Saturday, August 28, 2010 -- There is a unique adrenaline which surges through your soul as you wait for the last minutes of the workweek fall from the clock. When it finally strikes 5:00pm you rush home, throw your gear together and bolt out the door with your camping buddies knowing that the only scheduled delay between you and a remote campsite is for cheap hamburgers and some gas.  Some weekends really are built for twisted travels.
 I visited City of Rocks, Idaho almost ten years ago and have been dying to get back to the imposing monoliths and boulders in a remote area on the Idaho/Utah border.  Just outside of Almo, Idaho sits City of Rocks National Reserve and Castle Rocks State Park which have both become a Mecca for rock climbers. 
 From Ogden, UT we made it to Snowville, ID (just past the UT/ID border) by sunset and witnessed an impressive rainbow looming over dry farms with hugged the rolling hills. Deer seemed to be everywhere in the southern section of Idaho and it is easy to imagine there will be many who call this hunting season a success. 
 We made Malta, Idaho by nightfall and soon we were traveling alone on a two lane in the dark.  Under the cloak of darkness we witnessed two large horned-owls swooping over us as we pulled into the park. Luckily, we found an open campsite, pitched our tents with the help of beams from our vehicle and quickly fell asleep atop a leaking air mattress.
Obviously it’s hard to get a sense of place in the dark, but with the glow of sunrise we emerged from our synthetic tent cocoons to see light touch the granitic rock formations and found ourselves in the most impressive of places.

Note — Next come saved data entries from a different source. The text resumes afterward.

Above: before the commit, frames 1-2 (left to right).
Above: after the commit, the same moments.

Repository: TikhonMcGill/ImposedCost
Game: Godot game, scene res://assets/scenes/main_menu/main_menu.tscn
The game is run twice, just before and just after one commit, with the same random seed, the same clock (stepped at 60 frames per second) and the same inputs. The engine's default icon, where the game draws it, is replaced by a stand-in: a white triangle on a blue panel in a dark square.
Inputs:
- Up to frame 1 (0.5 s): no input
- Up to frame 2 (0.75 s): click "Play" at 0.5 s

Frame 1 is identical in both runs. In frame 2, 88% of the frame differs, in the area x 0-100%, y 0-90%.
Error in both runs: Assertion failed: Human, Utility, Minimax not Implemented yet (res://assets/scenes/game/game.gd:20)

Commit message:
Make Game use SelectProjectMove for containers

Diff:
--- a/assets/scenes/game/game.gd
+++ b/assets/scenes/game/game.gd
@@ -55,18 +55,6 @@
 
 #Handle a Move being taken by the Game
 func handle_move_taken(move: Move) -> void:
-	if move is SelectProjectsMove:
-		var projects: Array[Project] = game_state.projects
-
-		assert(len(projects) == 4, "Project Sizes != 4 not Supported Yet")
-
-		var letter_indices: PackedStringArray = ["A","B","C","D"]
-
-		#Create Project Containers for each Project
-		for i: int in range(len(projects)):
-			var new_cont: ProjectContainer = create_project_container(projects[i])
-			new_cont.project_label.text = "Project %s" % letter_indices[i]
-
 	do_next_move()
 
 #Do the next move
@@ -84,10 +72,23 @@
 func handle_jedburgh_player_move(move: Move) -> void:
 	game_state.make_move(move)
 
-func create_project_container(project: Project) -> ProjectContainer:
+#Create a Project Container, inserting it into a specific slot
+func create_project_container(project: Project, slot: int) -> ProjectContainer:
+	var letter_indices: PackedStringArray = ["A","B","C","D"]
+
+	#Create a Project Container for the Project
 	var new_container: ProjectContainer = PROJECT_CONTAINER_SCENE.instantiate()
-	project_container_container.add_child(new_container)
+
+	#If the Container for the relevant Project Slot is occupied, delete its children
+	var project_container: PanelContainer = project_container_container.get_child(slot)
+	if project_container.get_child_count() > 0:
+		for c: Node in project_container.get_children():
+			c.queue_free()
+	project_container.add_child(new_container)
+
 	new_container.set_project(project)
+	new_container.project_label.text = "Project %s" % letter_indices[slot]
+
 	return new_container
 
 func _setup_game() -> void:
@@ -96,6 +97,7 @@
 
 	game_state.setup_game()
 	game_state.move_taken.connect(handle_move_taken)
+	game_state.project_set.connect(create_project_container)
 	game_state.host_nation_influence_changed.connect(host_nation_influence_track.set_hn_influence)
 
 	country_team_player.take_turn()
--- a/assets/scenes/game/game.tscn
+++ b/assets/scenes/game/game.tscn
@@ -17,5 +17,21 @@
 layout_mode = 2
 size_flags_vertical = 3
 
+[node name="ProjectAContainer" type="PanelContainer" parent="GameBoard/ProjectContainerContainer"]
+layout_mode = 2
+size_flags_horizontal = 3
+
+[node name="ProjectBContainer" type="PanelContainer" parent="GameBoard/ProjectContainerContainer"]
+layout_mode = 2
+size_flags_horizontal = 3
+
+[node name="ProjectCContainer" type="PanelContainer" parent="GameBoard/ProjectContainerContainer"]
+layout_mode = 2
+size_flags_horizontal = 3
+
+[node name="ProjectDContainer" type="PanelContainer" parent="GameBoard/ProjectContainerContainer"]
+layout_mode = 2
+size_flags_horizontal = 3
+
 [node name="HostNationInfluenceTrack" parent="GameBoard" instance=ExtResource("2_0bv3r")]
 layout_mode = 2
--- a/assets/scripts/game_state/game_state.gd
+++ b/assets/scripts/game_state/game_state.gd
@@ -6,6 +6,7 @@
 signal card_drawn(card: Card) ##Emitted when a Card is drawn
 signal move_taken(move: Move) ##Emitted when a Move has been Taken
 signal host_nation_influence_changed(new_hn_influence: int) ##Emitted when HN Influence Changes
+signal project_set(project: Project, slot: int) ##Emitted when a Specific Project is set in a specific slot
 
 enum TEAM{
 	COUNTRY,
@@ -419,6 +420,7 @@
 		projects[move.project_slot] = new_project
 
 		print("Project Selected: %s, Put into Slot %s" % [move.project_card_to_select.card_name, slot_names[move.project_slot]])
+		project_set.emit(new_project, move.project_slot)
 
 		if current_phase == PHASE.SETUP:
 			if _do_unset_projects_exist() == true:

After exploring and hiking through the monoliths we then had the chance to visit some well hide petroglyphs and evidence of wagon trains and pioneer travelers. 




Soon we were on the dirt road again to drive through Standrod, Yost, Lynn, Grouse Creek and Etna the forgotten corner of northwest Utah.  State Highway 30 was a welcome site as we changed course and headed east on our way back to Ogden, UT.  Before reaching home we made some quick side trips off the beaten path to Locomotive Springs and Golden Spike Historic Park near Promontory.







Sunday, August 15, 2010

Epic Relay (Logan, UT to Jackson, WY)

Aug. 15th, 2010 -- Okay if your are going to wait almost two months between posts then you better have something "epic" to share.  Just yesterday I finished the Epic Relay between Logan, UT and Jackson, WY (Teton Village.  The relay was my second race having down Wasatch Back a couple of years ago before it became the Ragnar Relay.
Okay, so the concept is pretty straight forward- you put together a team of 12 runners in two vehicles and run three different legs over the course of 30'ish hours between Logan and Jackson (194 miles). Each run is between 3-8 miles in length and and there are a 36 legs.
 I didn't get to train as much as I would have liked because of a back injury I experienced a couple of weeks ago. I must admit I was a little anxious because I wasn't in the complete running form I would have liked. Additionally, even making it to the race itself proved an adventure because I couldn't get out of my work until Friday afternoon. Luckily my dad filled in for my first leg but I made it in time to run a 6.7 mile run in the county north of Soda Spring, Idaho at 10:00pm.

We were Van #1 and had the opportunity of sleeping a freezing night in Freedom, Wyoming where the stars filled the sky and light rain fell on us throughout the very short night. On Saturday I got to run a 5.7 mile run along the Snake River in Wyoming.
The race truly was Epic and it was great to have the finish line under the shadow of the impressive Tetons. My wife met me during the run and we explored Grand Teton National Park and visited a few of our favorite spots in Jackson Hole.
Then it was back in the car for a long drive back to Ogden, UT making a pit stop at one of our favorite spots "The Bluebird" in Logan, UT.

The weekend went by all too quickly but it was sure EPIC!